The game itself got good by subtraction. It started as a live, synced, race-the-clock game — until we watched real people fail to coordinate a thirty-second window, and pivoted to an async, play-anytime daily puzzle, Wordle-style, with progressive hints that build tension on every wrong guess. Playtesters said a clever auto-elimination mechanic felt disconnected from their taps, so we cut it. Design-only questions got repetitive, so we opened the topics to anything.


Then came the social layer: shareable one-off games anyone can generate in a tap and send to a friend — playable right in a browser with no account at all, or in the app.
A daily game, live on every platform.
Snacks Trivia shipped — a daily puzzle and a shareable-games platform, live on the App Store, Google Play, and the web, all on one backend. Real accounts, push notifications, anonymous play, server-side question generation, content moderation, leaderboards, and streaks — the unglamorous production plumbing, not a demo reel.

The numbers tell the efficiency story: roughly seven weeks from first commit to public launch, about 100 hours of hands-on build time, 332 commits, and three platforms from a single shared backend.

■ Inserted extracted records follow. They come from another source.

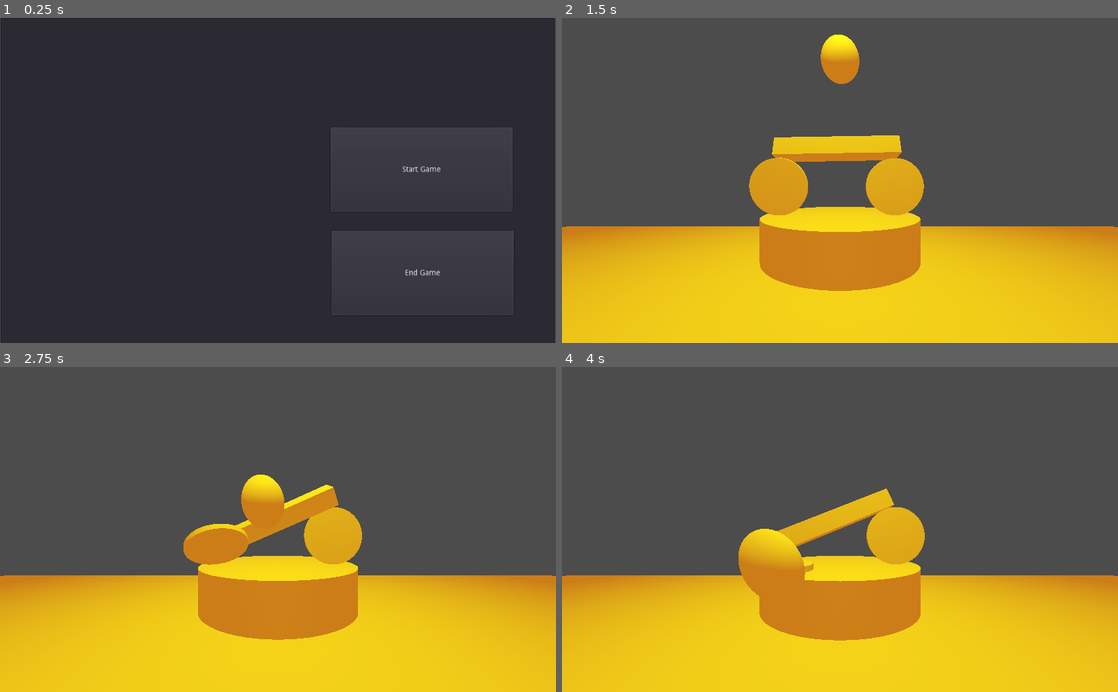
Above: before the commit, frames 1-4 (two rows, left to right).
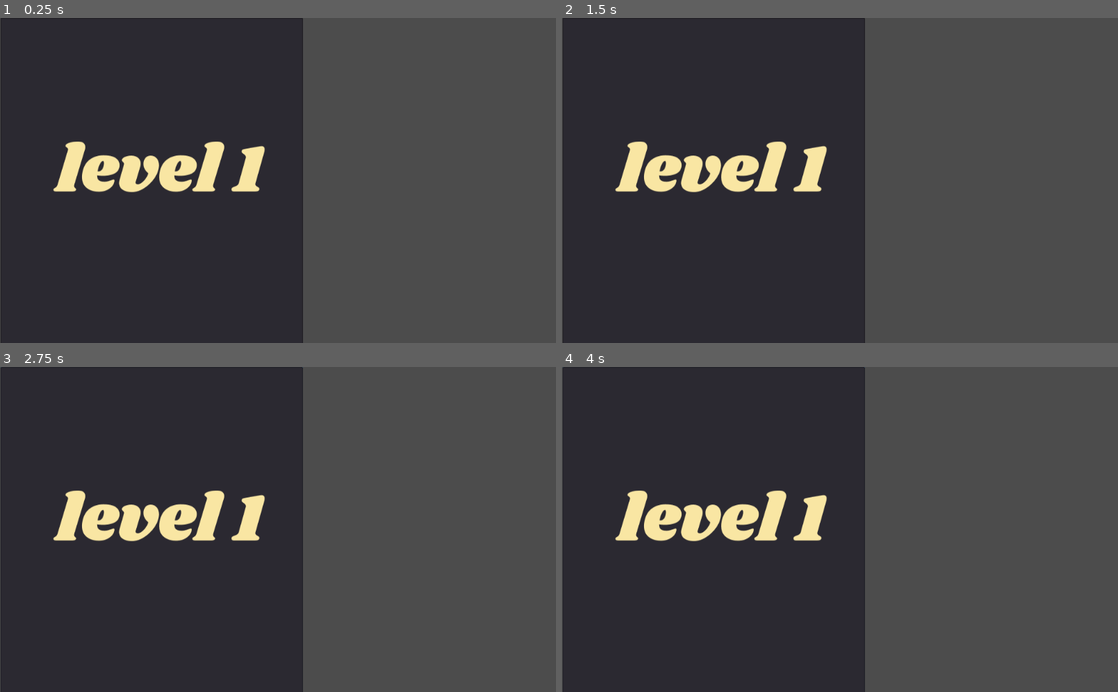
Above: after the commit, the same moments.

Repository: stagfoo/tamago-san
Game: Godot game, scene res://gui/menu/menu.tscn
Same seed, same stepped clock (60 frames per second), same inputs: the game is played once before the commit and once after it. The project has no main scene, so this scene is started directly.
Inputs (mouse positions are in pixels of both pictures, inside the frame that each line leads up to):
- Up to frame 1 (0.25 s): no input
- Up to frame 2 (1.5 s): click (984, 170) at 0.5 s, where only the run before the commit has a clickable "Start Game"; move the mouse to (962, 164) at 1.27 s; click (962, 164) at 1.42 s
- Up to frame 3 (2.75 s): move the mouse to (166, 545) at 2.02 s; click (166, 545) at 2.17 s
- Up to frame 4 (4 s): move the mouse to (895, 458) at 2.77 s; click (895, 458) at 2.92 s; move the mouse to (812, 594) at 3.52 s; click (812, 594) at 3.67 s

The runs differ from the first frame. In frame 1, 32% of the frame differs, in the area x 9-100%, y 0-100%; in frame 2, 73%, in the area x 0-100%, y 0-100%; in frame 3, 73%; in frame 4, 73%.

Commit message:
Assets

Diff:
--- a/gui/menu/menu.tscn
+++ b/gui/menu/menu.tscn
@@ -1,29 +1,452 @@
-[gd_scene load_steps=2 format=2]
+[gd_scene load_steps=4 format=2]
 
 [ext_resource path="res://gui/menu/menu.gd" type="Script" id=1]
+[ext_resource path="res://gui/menu/level 1.png" type="Texture" id=2]
+
+[sub_resource type="Theme" id=1]
+Button/colors/font_color = Color( 0, 0, 0, 1 )
+Button/colors/font_color_disabled = Color( 0, 0, 0, 1 )
+Button/colors/font_color_hover = Color( 0, 0, 0, 1 )
+Button/colors/font_color_pressed = Color( 0, 0, 0, 1 )
+Button/constants/hseparation = 2
+Button/fonts/font = null
+Button/styles/disabled = null
+Button/styles/focus = null
+Button/styles/hover = null
+Button/styles/normal = null
+Button/styles/pressed = null
+CheckBox/colors/font_color = Color( 0, 0, 0, 1 )
+CheckBox/colors/font_color_disabled = Color( 0, 0, 0, 1 )
+CheckBox/colors/font_color_hover = Color( 0, 0, 0, 1 )
+CheckBox/colors/font_color_hover_pressed = Color( 0, 0, 0, 1 )
+CheckBox/colors/font_color_pressed = Color( 0, 0, 0, 1 )
+CheckBox/constants/check_vadjust = 0
+CheckBox/constants/hseparation = 4
+CheckBox/fonts/font = null
+CheckBox/icons/checked = null
+CheckBox/icons/radio_checked = null
+CheckBox/icons/radio_unchecked = null
+CheckBox/icons/unchecked = null
+CheckBox/styles/disabled = null
+CheckBox/styles/focus = null
+CheckBox/styles/hover = null
+CheckBox/styles/hover_pressed = null
+CheckBox/styles/normal = null
+CheckBox/styles/pressed = null
+CheckButton/colors/font_color = Color( 0, 0, 0, 1 )
+CheckButton/colors/font_color_disabled = Color( 0, 0, 0, 1 )
+CheckButton/colors/font_color_hover = Color( 0, 0, 0, 1 )
+CheckButton/colors/font_color_hover_pressed = Color( 0, 0, 0, 1 )
+CheckButton/colors/font_color_pressed = Color( 0, 0, 0, 1 )
+CheckButton/constants/check_vadjust = 0
+CheckButton/constants/hseparation = 4
+CheckButton/fonts/font = null
+CheckButton/icons/off = null
+CheckButton/icons/on = null
+CheckButton/styles/disabled = null
+CheckButton/styles/focus = null
+CheckButton/styles/hover = null
+CheckButton/styles/hover_pressed = null
+CheckButton/styles/normal = null
+CheckButton/styles/pressed = null
+ColorPicker/constants/h_width = 30
+ColorPicker/constants/label_width = 10
+ColorPicker/constants/margin = 4
+ColorPicker/constants/sv_height = 256
+ColorPicker/constants/sv_width = 256
+ColorPicker/icons/add_preset = null
+ColorPicker/icons/color_hue = null
+ColorPicker/icons/color_sample = null
+ColorPicker/icons/preset_bg = null
+ColorPicker/icons/screen_picker = null
+ColorPickerButton/colors/font_color = Color( 0, 0, 0, 1 )
+ColorPickerButton/colors/font_color_disabled = Color( 0, 0, 0, 1 )
+ColorPickerButton/colors/font_color_hover = Color( 0, 0, 0, 1 )
+ColorPickerButton/colors/font_color_pressed = Color( 0, 0, 0, 1 )
+ColorPickerButton/constants/hseparation = 2
+ColorPickerButton/fonts/font = null
+ColorPickerButton/icons/bg = null
+ColorPickerButton/styles/disabled = null
+ColorPickerButton/styles/focus = null
+ColorPickerButton/styles/hover = null
+ColorPickerButton/styles/normal = null
+ColorPickerButton/styles/pressed = null
+Dialogs/constants/button_margin = 32
+Dialogs/constants/margin = 8
+FileDialog/colors/files_disabled = Color( 0, 0, 0, 1 )
+FileDialog/icons/folder = null
+FileDialog/icons/parent_folder = null
+FileDialog/icons/reload = null
+Fonts/fonts/large = null
+Fonts/fonts/normal = null
+GraphEdit/colors/activity = Color( 0, 0, 0, 1 )
+GraphEdit/colors/grid_major = Color( 0, 0, 0, 1 )
+GraphEdit/colors/grid_minor = Color( 0, 0, 0, 1 )
+GraphEdit/constants/bezier_len_neg = 160
+GraphEdit/constants/bezier_len_pos = 80
+GraphEdit/constants/port_grab_distance_horizontal = 48
+GraphEdit/constants/port_grab_distance_vertical = 6
+GraphEdit/icons/minus = null
+GraphEdit/icons/more = null
+GraphEdit/icons/reset = null
+GraphEdit/icons/snap = null
+GraphEdit/styles/bg = null
+GraphNode/colors/close_color = Color( 0, 0, 0, 1 )
+GraphNode/colors/title_color = Color( 0, 0, 0, 1 )
+GraphNode/constants/close_offset = 18
+GraphNode/constants/port_offset = 3
+GraphNode/constants/separation = 1
+GraphNode/constants/title_offset = 20
+GraphNode/fonts/title_font = null
+GraphNode/icons/close = null
+GraphNode/icons/port = null
+GraphNode/icons/resizer = null
+GraphNode/styles/breakpoint = null
+GraphNode/styles/comment = null
+GraphNode/styles/commentfocus = null
+GraphNode/styles/defaultfocus = null
+GraphNode/styles/defaultframe = null
+GraphNode/styles/frame = null
+GraphNode/styles/position = null
+GraphNode/styles/selectedframe = null
+GridContainer/constants/hseparation = 4
+GridContainer/constants/vseparation = 4
+HBoxContainer/constants/separation = 4
+HScrollBar/icons/decrement = null
+HScrollBar/icons/decrement_highlight = null
+HScrollBar/icons/increment = null
+HScrollBar/icons/increment_highlight = null
+HScrollBar/styles/grabber = null
+HScrollBar/styles/grabber_highlight = null
+HScrollBar/styles/grabber_pressed = null
+HScrollBar/styles/scroll = null
+HScrollBar/styles/scroll_focus = null
+HSeparator/constants/separation = 4
+HSeparator/styles/separator = null
+HSlider/icons/grabber = null
+HSlider/icons/grabber_disabled = null
+HSlider/icons/grabber_highlight = null
+HSlider/icons/tick = null
+HSlider/styles/focus = null
+HSlider/styles/grabber_area = null
+HSlider/styles/grabber_disabled = null
+HSlider/styles/grabber_highlight = null
+HSlider/styles/slider = null
+HSplitContainer/constants/autohide = 1
+HSplitContainer/constants/separation = 12
+HSplitContainer/icons/grabber = null
+HSplitContainer/styles/bg = null
+Icons/icons/close = null
+Icons/icons/logo = null
+ItemList/colors/font_color = Color( 0, 0, 0, 1 )
+ItemList/colors/font_color_selected = Color( 0, 0, 0, 1 )
+ItemList/colors/guide_color = Color( 0, 0, 0, 1 )
+ItemList/constants/hseparation = 4
+ItemList/constants/icon_margin = 4
+ItemList/constants/line_separation = 2
+ItemList/constants/vseparation = 2
+ItemList/fonts/font = null
+ItemList/styles/bg = null
+ItemList/styles/bg_focus = null
+ItemList/styles/cursor = null
+ItemList/styles/cursor_unfocused = null
+ItemList/styles/selected = null
+ItemList/styles/selected_focus = null
+Label/colors/font_color = Color( 0, 0, 0, 1 )
+Label/colors/font_color_shadow = Color( 0, 0, 0, 1 )
+Label/colors/font_outline_modulate = Color( 0, 0, 0, 1 )
+Label/constants/line_spacing = 3
+Label/constants/shadow_as_outline = 0
+Label/constants/shadow_offset_x = 1
+Label/constants/shadow_offset_y = 1
+Label/fonts/font = null
+Label/styles/normal = null
+LineEdit/colors/clear_button_color = Color( 0, 0, 0, 1 )
+LineEdit/colors/clear_button_color_pressed = Color( 0, 0, 0, 1 )
+LineEdit/colors/cursor_color = Color( 0, 0, 0, 1 )
+LineEdit/colors/font_color = Color( 0, 0, 0, 1 )
+LineEdit/colors/font_color_selected = Color( 0, 0, 0, 1 )
+LineEdit/colors/selection_color = Color( 0, 0, 0, 1 )
+LineEdit/constants/minimum_spaces = 12
+LineEdit/fonts/font = null
+LineEdit/icons/clear = null
+LineEdit/styles/focus = null
+LineEdit/styles/normal = null
+LineEdit/styles/read_only = null
+LinkButton/colors/font_color = Color( 0, 0, 0, 1 )
+LinkButton/colors/font_color_hover = Color( 0, 0, 0, 1 )
+LinkButton/colors/font_color_pressed = Color( 0, 0, 0, 1 )
+LinkButton/constants/underline_spacing = 2
+LinkButton/fonts/font = null
+LinkButton/styles/focus = null
+MarginContainer/constants/margin_bottom = 0
+MarginContainer/constants/margin_left = 0
+MarginContainer/constants/margin_right = 0
+MarginContainer/constants/margin_top = 0
+MenuButton/colors/font_color = Color( 0, 0, 0, 1 )
+MenuButton/colors/font_color_disabled = Color( 0, 0, 0, 1 )
+MenuButton/colors/font_color_hover = Color( 0, 0, 0, 1 )
+MenuButton/colors/font_color_pressed = Color( 0, 0, 0, 1 )
+MenuButton/constants/hseparation = 3
+MenuButton/fonts/font = null
+MenuButton/styles/disabled = null
+MenuButton/styles/focus = null
+MenuButton/styles/hover = null
+MenuButton/styles/normal = null
+MenuButton/styles/pressed = null
+OptionButton/colors/font_color = Color( 0, 0, 0, 1 )
+OptionButton/colors/font_color_disabled = Color( 0, 0, 0, 1 )
+OptionButton/colors/font_color_hover = Color( 0, 0, 0, 1 )
+OptionButton/colors/font_color_pressed = Color( 0, 0, 0, 1 )
+OptionButton/constants/arrow_margin = 2
+OptionButton/constants/hseparation = 2
+OptionButton/fonts/font = null
+OptionButton/icons/arrow = null
+OptionButton/styles/disabled = null
+OptionButton/styles/focus = null
+OptionButton/styles/hover = null
+OptionButton/styles/normal = null
+OptionButton/styles/pressed = null
+Panel/styles/panel = null
+Panel/styles/panelf = null
+Panel/styles/panelnc = null
+PanelContainer/styles/panel = null
+PopupMenu/colors/font_color = Color( 0, 0, 0, 1 )
+PopupMenu/colors/font_color_accel = Color( 0, 0, 0, 1 )
+PopupMenu/colors/font_color_disabled = Color( 0, 0, 0, 1 )
+PopupMenu/colors/font_color_hover = Color( 0, 0, 0, 1 )
+PopupMenu/constants/hseparation = 4
+PopupMenu/constants/vseparation = 4
+PopupMenu/fonts/font = null
+PopupMenu/icons/checked = null
+PopupMenu/icons/radio_checked = null
+PopupMenu/icons/radio_unchecked = null
+PopupMenu/icons/submenu = null
+PopupMenu/icons/unchecked = null
+PopupMenu/styles/hover = null
+PopupMenu/styles/labeled_separator_left = null
+PopupMenu/styles/labeled_separator_right = null
+PopupMenu/styles/panel = null
+PopupMenu/styles/panel_disabled = null
+PopupMenu/styles/separator = null
+PopupPanel/styles/panel = null
+ProgressBar/colors/font_color = Color( 0, 0, 0, 1 )
+ProgressBar/colors/font_color_shadow = Color( 0, 0, 0, 1 )
+ProgressBar/fonts/font = null
+ProgressBar/styles/bg = null
+ProgressBar/styles/fg = null
+RichTextLabel/colors/default_color = Color( 0, 0, 0, 1 )
+RichTextLabel/colors/font_color_selected = Color( 0, 0, 0, 1 )
+RichTextLabel/colors/font_color_shadow = Color( 0, 0, 0, 1 )
+RichTextLabel/colors/selection_color = Color( 0, 0, 0, 1 )
+RichTextLabel/constants/line_separation = 1
+RichTextLabel/constants/shadow_as_outline = 0
+RichTextLabel/constants/shadow_offset_x = 1
+RichTextLabel/constants/shadow_offset_y = 1
+RichTextLabel/constants/table_hseparation = 3
+RichTextLabel/constants/table_vseparation = 3
+RichTextLabel/fonts/bold_font = null
+RichTextLabel/fonts/bold_italics_font = null
+RichTextLabel/fonts/italics_font = null
+RichTextLabel/fonts/mono_font = null
+RichTextLabel/fonts/normal_font = null
+RichTextLabel/styles/focus = null
+RichTextLabel/styles/normal = null
+ScrollContainer/styles/bg = null
+SpinBox/icons/updown = null
+TabContainer/colors/font_color_bg = Color( 0, 0, 0, 1 )
+TabContainer/colors/font_color_disabled = Color( 0, 0, 0, 1 )
+TabContainer/colors/font_color_fg = Color( 0, 0, 0, 1 )
+TabContainer/constants/hseparation = 4
+TabContainer/constants/label_valign_bg = 2
+TabContainer/constants/label_valign_fg = 0
+TabContainer/constants/side_margin = 8
+TabContainer/constants/top_margin = 24
+TabContainer/fonts/font = null
+TabContainer/icons/decrement = null
+TabContainer/icons/decrement_highlight = null
+TabContainer/icons/increment = null
+TabContainer/icons/increment_highlight = null
+TabContainer/icons/menu = null
+TabContainer/icons/menu_highlight = null
+TabContainer/styles/panel = null
+TabContainer/styles/tab_bg = null
+TabContainer/styles/tab_disabled = null
+TabContainer/styles/tab_fg = null
+Tabs/colors/font_color_bg = Color( 0, 0, 0, 1 )
+Tabs/colors/font_color_disabled = Color( 0, 0, 0, 1 )
+Tabs/colors/font_color_fg = Color( 0, 0, 0, 1 )
+Tabs/constants/hseparation = 4
+Tabs/constants/label_valign_bg = 2
+Tabs/constants/label_valign_fg = 0
+Tabs/constants/top_margin = 24
+Tabs/fonts/font = null
+Tabs/icons/close = null
+Tabs/icons/decrement = null
+Tabs/icons/decrement_highlight = null
+Tabs/icons/increment = null
+Tabs/icons/increment_highlight = null
+Tabs/styles/button = null
+Tabs/styles/button_pressed = null
+Tabs/styles/panel = null
+Tabs/styles/tab_bg = null
+Tabs/styles/tab_disabled = null
+Tabs/styles/tab_fg = null
+TextEdit/colors/background_color = Color( 0, 0, 0, 1 )
+TextEdit/colors/brace_mismatch_color = Color( 0, 0, 0, 1 )
+TextEdit/colors/breakpoint_color = Color( 0, 0, 0, 1 )
+TextEdit/colors/caret_background_color = Color( 0, 0, 0, 1 )
+TextEdit/colors/caret_color = Color( 0, 0, 0, 1 )
+TextEdit/colors/code_folding_color = Color( 0, 0, 0, 1 )
+TextEdit/colors/completion_background_color = Color( 0, 0, 0, 1 )
+TextEdit/colors/completion_existing_color = Color( 0, 0, 0, 1 )
+TextEdit/colors/completion_font_color = Color( 0, 0, 0, 1 )
+TextEdit/colors/completion_scroll_color = Color( 0, 0, 0, 1 )
+TextEdit/colors/completion_selected_color = Color( 0, 0, 0, 1 )
+TextEdit/colors/current_line_color = Color( 0, 0, 0, 1 )
+TextEdit/colors/font_color = Color( 0, 0, 0, 1 )
+TextEdit/colors/font_color_selected = Color( 0, 0, 0, 1 )
+TextEdit/colors/function_color = Color( 0, 0, 0, 1 )
+TextEdit/colors/line_number_color = Color( 0, 0, 0, 1 )
+TextEdit/colors/mark_color = Color( 0, 0, 0, 1 )
+TextEdit/colors/member_variable_color = Color( 0, 0, 0, 1 )
+TextEdit/colors/number_color = Color( 0, 0, 0, 1 )
+TextEdit/colors/safe_line_number_color = Color( 0, 0, 0, 1 )
+TextEdit/colors/selection_color = Color( 0, 0, 0, 1 )
+TextEdit/colors/symbol_color = Color( 0, 0, 0, 1 )
+TextEdit/colors/word_highlighted_color = Color( 0, 0, 0, 1 )
+TextEdit/constants/completion_lines = 7
+TextEdit/constants/completion_max_width = 50
+TextEdit/constants/completion_scroll_width = 3
+TextEdit/constants/line_spacing = 4
+TextEdit/fonts/font = null
+TextEdit/icons/tab = null
+TextEdit/styles/completion = null
+TextEdit/styles/focus = null
+TextEdit/styles/normal = null
+TextEdit/styles/read_only = null
+ToolButton/colors/font_color = Color( 0, 0, 0, 1 )
+ToolButton/colors/font_color_disabled = Color( 0, 0, 0, 1 )
+ToolButton/colors/font_color_hover = Color( 0, 0, 0, 1 )
+ToolButton/colors/font_color_pressed = Color( 0, 0, 0, 1 )
+ToolButton/constants/hseparation = 3
+ToolButton/fonts/font = null
+ToolButton/styles/disabled = null
+ToolButton/styles/focus = null
+ToolButton/styles/hover = null
+ToolButton/styles/normal = null
+ToolButton/styles/pressed = null
+TooltipLabel/colors/font_color = Color( 0, 0, 0, 1 )
+TooltipLabel/colors/font_color_shadow = Color( 0, 0, 0, 1 )
+TooltipLabel/constants/shadow_offset_x = 1
+TooltipLabel/constants/shadow_offset_y = 1
+TooltipLabel/fonts/font = null
+TooltipPanel/styles/panel = null
+Tree/colors/cursor_color = Color( 0, 0, 0, 1 )
+Tree/colors/custom_button_font_highlight = Color( 0, 0, 0, 1 )
+Tree/colors/drop_position_color = Color( 0, 0, 0, 1 )
+Tree/colors/font_color = Color( 0, 0, 0, 1 )
+Tree/colors/font_color_selected = Color( 0, 0, 0, 1 )
+Tree/colors/guide_color = Color( 0, 0, 0, 1 )
+Tree/colors/relationship_line_color = Color( 0, 0, 0, 1 )
+Tree/colors/selection_color = Color( 0, 0, 0, 1 )
+Tree/colors/title_button_color = Color( 0, 0, 0, 1 )
+Tree/constants/button_margin = 4
+Tree/constants/draw_guides = 1
+Tree/constants/draw_relationship_lines = 0
+Tree/constants/guide_width = 2
+Tree/constants/hseparation = 4
+Tree/constants/item_margin = 12
+Tree/constants/scroll_border = 4
+Tree/constants/scroll_speed = 12
+Tree/constants/vseparation = 4
+Tree/fonts/font = null
+Tree/fonts/title_button_font = null
+Tree/icons/arrow = null
+Tree/icons/arrow_collapsed = null
+Tree/icons/checked = null
+Tree/icons/select_arrow = null
+Tree/icons/unchecked = null
+Tree/icons/updown = null
+Tree/styles/bg = null
+Tree/styles/bg_focus = null
+Tree/styles/button_pressed = null
+Tree/styles/cursor = null
+Tree/styles/cursor_unfocused = null
+Tree/styles/custom_button = null
+Tree/styles/custom_button_hover = null
+Tree/styles/custom_button_pressed = null
+Tree/styles/selected = null
+Tree/styles/selected_focus = null
+Tree/styles/title_button_hover = null
+Tree/styles/title_button_normal = null
+Tree/styles/title_button_pressed = null
+VBoxContainer/constants/separation = 4
+VScrollBar/icons/decrement = null
+VScrollBar/icons/decrement_highlight = null
+VScrollBar/icons/increment = null
+VScrollBar/icons/increment_highlight = null
+VScrollBar/styles/grabber = null
+VScrollBar/styles/grabber_highlight = null
+VScrollBar/styles/grabber_pressed = null
+VScrollBar/styles/scroll = null
+VScrollBar/styles/scroll_focus = null
+VSeparator/constants/separation = 4
+VSeparator/styles/separator = null
+VSlider/icons/grabber = null
+VSlider/icons/grabber_disabled = null
+VSlider/icons/grabber_highlight = null
+VSlider/icons/tick = null
+VSlider/styles/focus = null
+VSlider/styles/grabber_area = null
+VSlider/styles/grabber_disabled = null
+VSlider/styles/grabber_highlight = null
+VSlider/styles/slider = null
+VSplitContainer/constants/autohide = 1
+VSplitContainer/constants/separation = 12
+VSplitContainer/icons/grabber = null
+VSplitContainer/styles/bg = null
+WindowDialog/colors/title_color = Color( 0, 0, 0, 1 )
+WindowDialog/constants/close_h_ofs = 18
+WindowDialog/constants/close_v_ofs = 18
+WindowDialog/constants/scaleborder_size = 4
+WindowDialog/constants/title_height = 20
+WindowDialog/fonts/title_font = null
+WindowDialog/icons/close = null
+WindowDialog/icons/close_highlight = null
+WindowDialog/styles/panel = null
 
 [node name="Menu" type="Node2D"]
 
 [node name="ItemList" type="ItemList" parent="."]
 margin_left = 1.0
-margin_right = 1022.0
-margin_bottom = 604.0
+margin_right = 558.0
+margin_bottom = 828.0
+theme = SubResource( 1 )
+auto_height = true
 script = ExtResource( 1 )
 
 [node name="Start Game" type="Button" parent="ItemList"]
-margin_left = 607.929
-margin_top = 202.191
-margin_right = 942.929
-margin_bottom = 358.191
+visible = false
+margin_left = 90.0
+margin_top = 221.0
+margin_right = 506.0
+margin_bottom = 377.0
+rect_scale = Vector2( 0.991667, 0.709565 )
 action_mode = 0
 text = "Start Game"
 
 [node name="End Game" type="Button" parent="ItemList"]
-margin_left = 609.867
-margin_top = 393.352
-margin_right = 944.867
-margin_bottom = 549.352
+margin_left = 99.867
+margin_top = 633.352
+margin_right = 434.867
+margin_bottom = 789.352
 action_mode = 0
 text = "End Game"
+
+[node name="level 1" type="Sprite" parent="."]
+position = Vector2( 293, 275 )
+scale = Vector2( 1, 1.01724 )
+texture = ExtResource( 2 )
 [connection signal="pressed" from="ItemList/Start Game" to="ItemList" method="_on_Button_pressed"]
 [connection signal="pressed" from="ItemList/End Game" to="ItemList" method="_on_Button_pressed"]
Binary file added: assets/textures/bamboo.png
Not shown, added: assets/textures/bamboo.png.import
Binary file added: assets/textures/buta.png
Not shown, added: assets/textures/buta.png.import
Binary file added: assets/textures/naruto.png
Not shown, added: assets/textures/naruto.png.import
Binary file added: assets/textures/negi.png
Not shown, added: assets/textures/negi.png.import
Binary file added: gui/menu/level 1.jpg
Not shown, added: gui/menu/level 1.jpg.import
Binary file added: gui/menu/level 1.png
Not shown, added: gui/menu/level 1.png.import
(and 1 more such lines)

But the real outcome is what it proves. Snacks doesn't just design software — it ships it, on a timeline and at a cost that used to be out of reach for a studio this size. The same spec-driven, AI-assisted workflow now runs underneath everything we build.
Snacks Trivia is live now — on the App Store and Google Play.
Weeks 1–2 · Foundation
The first playable daily game on the web.
Weeks 2–3 · The pivot
Live, synced play gave way to an async daily puzzle with progressive hints and scoring.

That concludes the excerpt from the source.